Dataset records:
::::
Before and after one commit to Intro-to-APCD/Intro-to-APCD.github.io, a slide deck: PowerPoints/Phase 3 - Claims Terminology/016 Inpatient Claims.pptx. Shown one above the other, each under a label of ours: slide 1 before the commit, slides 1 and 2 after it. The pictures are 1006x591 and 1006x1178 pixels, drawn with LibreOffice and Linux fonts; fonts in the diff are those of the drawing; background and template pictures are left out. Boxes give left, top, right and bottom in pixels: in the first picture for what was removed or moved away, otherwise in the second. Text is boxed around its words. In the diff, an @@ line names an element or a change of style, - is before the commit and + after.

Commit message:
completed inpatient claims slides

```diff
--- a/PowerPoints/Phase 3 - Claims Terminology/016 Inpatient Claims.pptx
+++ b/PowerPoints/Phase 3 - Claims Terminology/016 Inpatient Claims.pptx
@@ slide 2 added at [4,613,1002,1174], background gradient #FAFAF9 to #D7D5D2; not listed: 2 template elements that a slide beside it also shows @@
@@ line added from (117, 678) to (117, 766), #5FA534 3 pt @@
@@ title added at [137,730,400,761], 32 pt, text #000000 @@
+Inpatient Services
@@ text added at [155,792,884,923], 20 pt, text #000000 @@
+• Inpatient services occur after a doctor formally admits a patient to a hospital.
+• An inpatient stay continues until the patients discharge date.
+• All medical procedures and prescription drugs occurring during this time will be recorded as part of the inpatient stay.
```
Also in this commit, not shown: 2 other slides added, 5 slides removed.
::::
» **PROBLEM REQUIREMENTS**
Every line of the entries above that holds "after" should be copied out.

» **EXERCISE OUTPUT**
Before and after one commit to Intro-to-APCD/Intro-to-APCD.github.io, a slide deck: PowerPoints/Phase 3 - Claims Terminology/016 Inpatient Claims.pptx. Shown one above the other, each under a label of ours: slide 1 before the commit, slides 1 and 2 after it. The pictures are 1006x591 and 1006x1178 pixels, drawn with LibreOffice and Linux fonts; fonts in the diff are those of the drawing; background and template pictures are left out. Boxes give left, top, right and bottom in pixels: in the first picture for what was removed or moved away, otherwise in the second. Text is boxed around its words. In the diff, an @@ line names an element or a change of style, - is before the commit and + after.
+• Inpatient services occur after a doctor formally admits a patient to a hospital.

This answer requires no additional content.